Computer Network- A Complete Picture
Ever wondered what happens when you type a URL like csprimer.in into your browser and hit Enter? Beneath that simple action lies series of networking and system events. In this article lets unpack this.
Step 1: You Type csprimer.in into Chrome
Your browser is just another software application. It doesn’t yet know the IP address of csprimer.in, so it needs to ask.
Step 2: DNS Resolution
- Chrome queries the Operating System (OS) to resolve the domain name
- OS checks its DNS cache; if not found, it queries a configured DNS resolver
- This may involve multiple recursive DNS queries until it reaches the authoritative server for csprimer.in
- The resolved IP address (e.g., 142.250.190.78) is returned to the browser
Step 3: Browser Prepares an HTTP Request
- The browser constructs a GET / HTTP/1.1 request with headers (Host, User-Agent, etc.)
- This is application-layer data ready to be sent to the web server
Step 4: OS Assigns a Source Port & Initiates TCP Connection
- The browser hands the HTTP request to the OS’s networking stack
- OS chooses a source port (e.g., 49152) and uses TCP to establish a three-way handshake with the destination server’s port 80 or 443 (for HTTPS)
- A reliable channel is now established for sending data
Step 5: Request Travels Through the Protocol Stack
The HTTP request is encapsulated in layers as it moves down:
Layer | Action |
---|---|
Application | Constructs HTTP request |
Transport | TCP segments the data, adds port info |
Internet | Adds IP headers, including source and destination IPs |
Network Access | Converts data into frames; moves via physical medium |
The request is sent over the Internet, hopping through routers and switches.
Step 6: Server-Side Handling
- The destination server (e.g., running Apache or Nginx) receives the packet
- OS on the server checks the destination port, sees it’s for HTTP (port 80), and passes it to the correct application process via a socket
- The web server reads the request and processes it (e.g., routing, templating, database queries)

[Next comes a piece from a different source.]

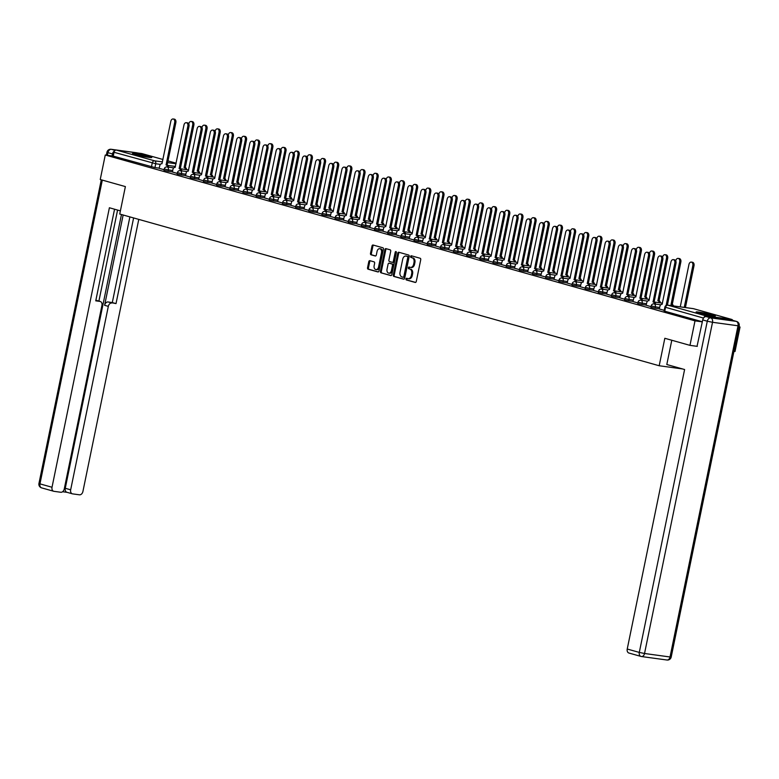 <?xml version="1.0" encoding="UTF-8"?>
<svg xmlns="http://www.w3.org/2000/svg" width="779" height="779" viewBox="0 0 779 779"><rect width="100%" height="100%" fill="white"/><g stroke="black" fill="none" stroke-linecap="round" stroke-linejoin="round"><path stroke-width="1.17" d="M405.995 278.95A0.867 0.604 -82.2 0 0 406.395 279.963L415.197 282.436A1.237 0.857 -82.2 0 0 416.278 281.462L420.738 259.709A1.237 0.857 -82.2 0 0 420.163 258.268L411.361 255.785A0.867 0.604 -82.2 0 0 411.01 257.479L412.149 257.8A3.953 2.736 -82.2 0 1 414.009 262.416L413.639 264.227A3.953 2.736 -82.2 0 1 410.445 267.401A3.953 2.736 -82.2 0 1 410.192 267.353L409.053 267.031A0.867 0.604 -82.2 0 0 408.702 268.716L409.842 269.037A3.953 2.736 -82.2 0 1 411.702 273.653L411.331 275.464A3.953 2.736 -82.2 0 1 408.147 278.639A3.953 2.736 -82.2 0 1 407.884 278.59L406.745 278.269A0.867 0.604 -82.2 0 0 405.995 278.95M407.32 278.434A0.867 0.604 -82.2 0 0 407.3 280.08L415.587 282.417M411.935 255.95A0.867 0.604 -82.2 0 0 411.916 257.606L412.149 257.8M409.627 267.187A0.867 0.604 -82.2 0 0 409.608 268.843L409.842 269.037M698.705 313.022A9.825 0.682 11.6 0 0 709.211 315.339A9.825 0.682 11.6 0 0 715.365 315.962A9.825 0.682 11.6 0 0 712.766 314.94A9.825 0.682 11.6 0 0 702.259 312.622A9.825 0.682 11.6 0 0 696.114 312.009A9.825 0.682 11.6 0 0 698.705 313.022M135.127 154.534A9.825 0.682 11.6 0 0 145.634 156.852A9.825 0.682 11.6 0 0 151.788 157.465A9.825 0.682 11.6 0 0 149.188 156.452A9.825 0.682 11.6 0 0 138.681 154.135A9.825 0.682 11.6 0 0 132.537 153.512A9.825 0.682 11.6 0 0 135.127 154.534M369.869 260.673A1.237 0.857 -82.2 0 0 368.788 261.647L367.542 267.752A1.237 0.857 -82.2 0 0 368.116 269.193L377.893 271.939A1.237 0.857 -82.2 0 0 378.964 270.965L383.434 249.212A1.237 0.857 -82.2 0 0 382.849 247.771L373.083 245.025A1.237 0.857 -82.2 0 0 372.002 245.998L370.492 253.37A1.237 0.857 -82.2 0 0 371.067 254.811L375.254 255.989A1.237 0.857 -82.2 0 0 376.325 255.015L377.075 251.354A3.311 2.288 -82.2 0 1 379.743 248.705A3.311 2.288 -82.2 0 1 381.506 252.6L378.575 266.924A3.311 2.288 -82.2 0 1 375.906 269.583A3.311 2.288 -82.2 0 1 374.144 265.678L374.631 263.292A1.237 0.857 -82.2 0 0 374.047 261.851L369.869 260.673M697.302 346.363L689.97 345.36L664.828 338.29L659.19 365.75L119.742 214.04L125.38 186.59L100.238 179.521L105.272 155.011L695.004 320.86L702.337 321.863M689.97 345.36L695.004 320.86M393.298 274.997A1.237 0.857 -82.2 0 0 393.872 276.438L403.649 279.184A1.237 0.857 -82.2 0 0 404.72 278.21L409.189 256.457A1.237 0.857 -82.2 0 0 408.605 255.015L398.838 252.269A1.237 0.857 -82.2 0 0 397.757 253.243L393.298 274.997L394.193 275.123A1.237 0.857 -82.2 0 0 394.778 276.564L404.038 279.164M390.766 275.562L380.999 272.816A1.237 0.857 -82.2 0 1 380.415 271.374L384.884 249.621A1.237 0.857 -82.2 0 1 385.956 248.647L390.143 249.825A1.237 0.857 -82.2 0 1 390.717 251.266L388.906 260.089A1.237 0.857 -82.2 0 0 389.49 261.53L392.265 262.309A1.237 0.857 -82.2 0 0 393.337 261.335L395.226 252.143A0.867 0.604 -82.2 0 1 396.384 252.474L391.847 274.588A1.237 0.857 -82.2 0 1 390.766 275.562L390.931 275.591M159.276 168.167L154.953 167.573L155.732 163.756L114.026 152.285A2.522 1.811 -74.3 0 1 116.334 150.074L141.827 153.56A2.522 1.811 -74.3 0 1 142.012 153.599A2.522 1.811 -74.3 0 1 142.177 153.658M733.945 351.378L735.016 351.524L740.05 327.024L739.008 326.722M105.272 155.011L113.247 156.102L114.026 152.285M732.718 320.364A2.522 1.811 105.7 0 0 731.744 319.439A2.522 1.811 105.7 0 0 731.559 319.4L706.066 315.914A2.522 1.811 105.7 0 0 703.934 317.55M738.979 326.868L740.05 327.024M666.133 305.426L674.828 263.049A2.902 2.006 -82.2 0 0 673.28 259.631A2.902 2.006 -82.2 0 0 670.943 261.958L662.101 304.394A2.522 1.743 -82.2 0 0 661.936 304.365A2.522 1.743 -82.2 0 0 659.91 306.39L659.248 308.951L664.214 310.344M654.321 303.937A2.522 1.743 -82.2 0 0 653.075 301.863L661.663 259.349A2.902 2.006 -82.2 0 0 660.115 255.931A2.902 2.006 -82.2 0 0 657.788 258.258L648.936 300.694A2.522 1.743 -82.2 0 0 648.771 300.665A2.522 1.743 -82.2 0 0 646.745 302.69L646.083 305.251L651.049 306.644M641.166 300.236A2.522 1.743 -82.2 0 0 639.91 298.162L648.508 255.648A2.902 2.006 -82.2 0 0 646.959 252.23A2.902 2.006 -82.2 0 0 644.623 254.558L635.781 296.994A2.522 1.743 -82.2 0 0 635.615 296.965A2.522 1.743 -82.2 0 0 633.58 298.98L632.918 301.541L637.884 302.943M628.001 296.536A2.522 1.743 -82.2 0 0 626.754 294.462L635.343 251.948A2.902 2.006 -82.2 0 0 633.794 248.53A2.902 2.006 -82.2 0 0 631.457 250.857L622.616 293.293A2.522 1.743 -82.2 0 0 622.45 293.264A2.522 1.743 -82.2 0 0 620.425 295.28L619.763 297.841L624.729 299.243M614.845 292.836A2.522 1.743 -82.2 0 0 613.589 290.752L622.178 248.238A2.902 2.006 -82.2 0 0 620.629 244.83A2.902 2.006 -82.2 0 0 618.302 247.147L609.451 289.593A2.522 1.743 -82.2 0 0 609.285 289.564A2.522 1.743 -82.2 0 0 607.26 291.58L606.598 294.141L611.564 295.543M601.68 289.136A2.522 1.743 -82.2 0 0 600.424 287.052L609.022 244.538A2.902 2.006 -82.2 0 0 607.474 241.12A2.902 2.006 -82.2 0 0 605.137 243.447L596.295 285.893A2.522 1.743 -82.2 0 0 596.13 285.854A2.522 1.743 -82.2 0 0 594.104 287.879L593.432 290.44L598.408 291.843M588.515 285.435A2.522 1.743 -82.2 0 0 587.269 283.352L595.857 240.838A2.902 2.006 -82.2 0 0 594.309 237.42A2.902 2.006 -82.2 0 0 591.982 239.747L583.13 282.193A2.522 1.743 -82.2 0 0 582.965 282.154A2.522 1.743 -82.2 0 0 580.939 284.179L580.277 286.74L585.243 288.142M575.36 281.735A2.522 1.743 -82.2 0 0 574.104 279.651L582.692 237.137A2.902 2.006 -82.2 0 0 581.153 233.719A2.902 2.006 -82.2 0 0 578.816 236.047L569.965 278.493A2.522 1.743 -82.2 0 0 569.809 278.454A2.522 1.743 -82.2 0 0 567.774 280.479L567.112 283.04L572.078 284.432M562.195 278.025A2.522 1.743 -82.2 0 0 560.938 275.951L569.537 233.437A2.902 2.006 -82.2 0 0 567.988 230.019A2.902 2.006 -82.2 0 0 565.651 232.346L556.81 274.792A2.522 1.743 -82.2 0 0 556.644 274.753A2.522 1.743 -82.2 0 0 554.619 276.779L553.957 279.34L558.923 280.732M549.039 274.325A2.522 1.743 -82.2 0 0 547.783 272.251L556.372 229.737A2.902 2.006 -82.2 0 0 554.823 226.319A2.902 2.006 -82.2 0 0 552.496 228.646L543.645 271.092A2.522 1.743 -82.2 0 0 543.479 271.053A2.522 1.743 -82.2 0 0 541.454 273.078L540.792 275.639L545.758 277.032M535.874 270.625A2.522 1.743 -82.2 0 0 534.618 268.551L543.216 226.037A2.902 2.006 -82.2 0 0 541.668 222.619A2.902 2.006 -82.2 0 0 539.331 224.946L530.489 267.382A2.522 1.743 -82.2 0 0 530.324 267.353A2.522 1.743 -82.2 0 0 528.289 269.378L527.626 271.939L532.593 273.332M522.709 266.924A2.522 1.743 -82.2 0 0 521.463 264.85L530.051 222.336A2.902 2.006 -82.2 0 0 528.503 218.918A2.902 2.006 -82.2 0 0 526.166 221.246L517.324 263.682A2.522 1.743 -82.2 0 0 517.159 263.653A2.522 1.743 -82.2 0 0 515.133 265.678L514.471 268.239L519.437 269.631M509.554 263.224A2.522 1.743 -82.2 0 0 508.298 261.15L516.886 218.636A2.902 2.006 -82.2 0 0 515.338 215.218A2.902 2.006 -82.2 0 0 513.01 217.545L504.159 259.982A2.522 1.743 -82.2 0 0 504.003 259.952A2.522 1.743 -82.2 0 0 501.968 261.968L501.306 264.529L506.272 265.931M496.389 259.524A2.522 1.743 -82.2 0 0 495.132 257.45L503.731 214.936A2.902 2.006 -82.2 0 0 502.182 211.518A2.902 2.006 -82.2 0 0 499.845 213.835L491.004 256.281A2.522 1.743 -82.2 0 0 490.838 256.252A2.522 1.743 -82.2 0 0 488.813 258.268L488.141 260.829L493.117 262.231M475.122 257.148L479.952 258.531M470.068 252.123A2.522 1.743 -82.2 0 0 468.812 250.04L477.41 207.526A2.902 2.006 -82.2 0 0 475.862 204.108A2.902 2.006 -82.2 0 0 473.525 206.435L464.683 248.881A2.522 1.743 -82.2 0 0 464.518 248.842A2.522 1.743 -82.2 0 0 462.483 250.867L461.82 253.428L466.787 254.83M456.903 248.423A2.522 1.743 -82.2 0 0 455.647 246.339L464.245 203.825A2.902 2.006 -82.2 0 0 462.697 200.407A2.902 2.006 -82.2 0 0 460.36 202.735L451.518 245.181A2.522 1.743 -82.2 0 0 451.353 245.142A2.522 1.743 -82.2 0 0 449.327 247.167L448.665 249.728L453.631 251.13M435.636 246.047L440.466 247.42M430.583 241.013A2.522 1.743 -82.2 0 0 429.326 238.939L437.925 196.425A2.902 2.006 -82.2 0 0 436.376 193.007A2.902 2.006 -82.2 0 0 434.039 195.334L425.198 237.78A2.522 1.743 -82.2 0 0 425.032 237.741A2.522 1.743 -82.2 0 0 422.997 239.766L422.335 242.327L427.311 243.72M417.417 237.313A2.522 1.743 -82.2 0 0 416.171 235.239L424.759 192.725A2.902 2.006 -82.2 0 0 423.211 189.307A2.902 2.006 -82.2 0 0 420.874 191.634L412.033 234.08A2.522 1.743 -82.2 0 0 411.867 234.041A2.522 1.743 -82.2 0 0 409.842 236.066L409.179 238.627L414.146 240.02M396.151 234.937L400.981 236.319M382.986 231.236L387.825 232.619M369.83 227.536L374.66 228.919M356.665 223.836L361.495 225.219M343.5 220.136L348.34 221.518M330.345 216.435L335.174 217.818M317.18 212.735L322.019 214.108M304.014 209.035L308.854 210.408M290.859 205.335L295.689 206.708M277.694 201.634L282.534 203.007M264.539 197.924L269.368 199.307M251.374 194.224L256.203 195.607M238.208 190.524L243.048 191.907M225.053 186.824L229.883 188.206M211.888 183.123L216.728 184.506M198.733 179.423L203.562 180.806M185.568 175.723L190.397 177.096M172.402 172.023L177.242 173.396M172.441 171.867L168.108 171.273L168.391 169.919L164.233 168.936L163.96 170.289L168.108 171.273M185.597 175.567L181.273 174.973L181.556 173.62L177.398 172.636L177.115 173.99L181.273 174.973M198.762 179.267L194.438 178.673L194.711 177.32L190.553 176.346L190.28 177.7L194.438 178.673M211.917 182.968L207.594 182.374L207.876 181.02L203.718 180.046L203.436 181.4L207.594 182.374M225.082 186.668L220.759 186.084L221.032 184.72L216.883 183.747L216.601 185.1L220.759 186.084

Step 7: Server Sends Back an HTTP Response
- Web server generates a response: headers + HTML body
- This response is sent back through the same TCP connection
- It travels up the stack from physical → data link → network → transport → application
Step 8: Browser Receives and Renders
- Chrome receives the HTTP response
- It parses the HTML, requests additional resources (CSS, JS, images)
- Renders the page to the user - csprimer.in now appears fully loaded
Conclusion
This is the magic behind every click. A few milliseconds, and a cascade of layers and global collaboration help load those websites for you. Understanding this stack empowers software engineers to build better web apps, debug smarter, and optimize network-heavy systems.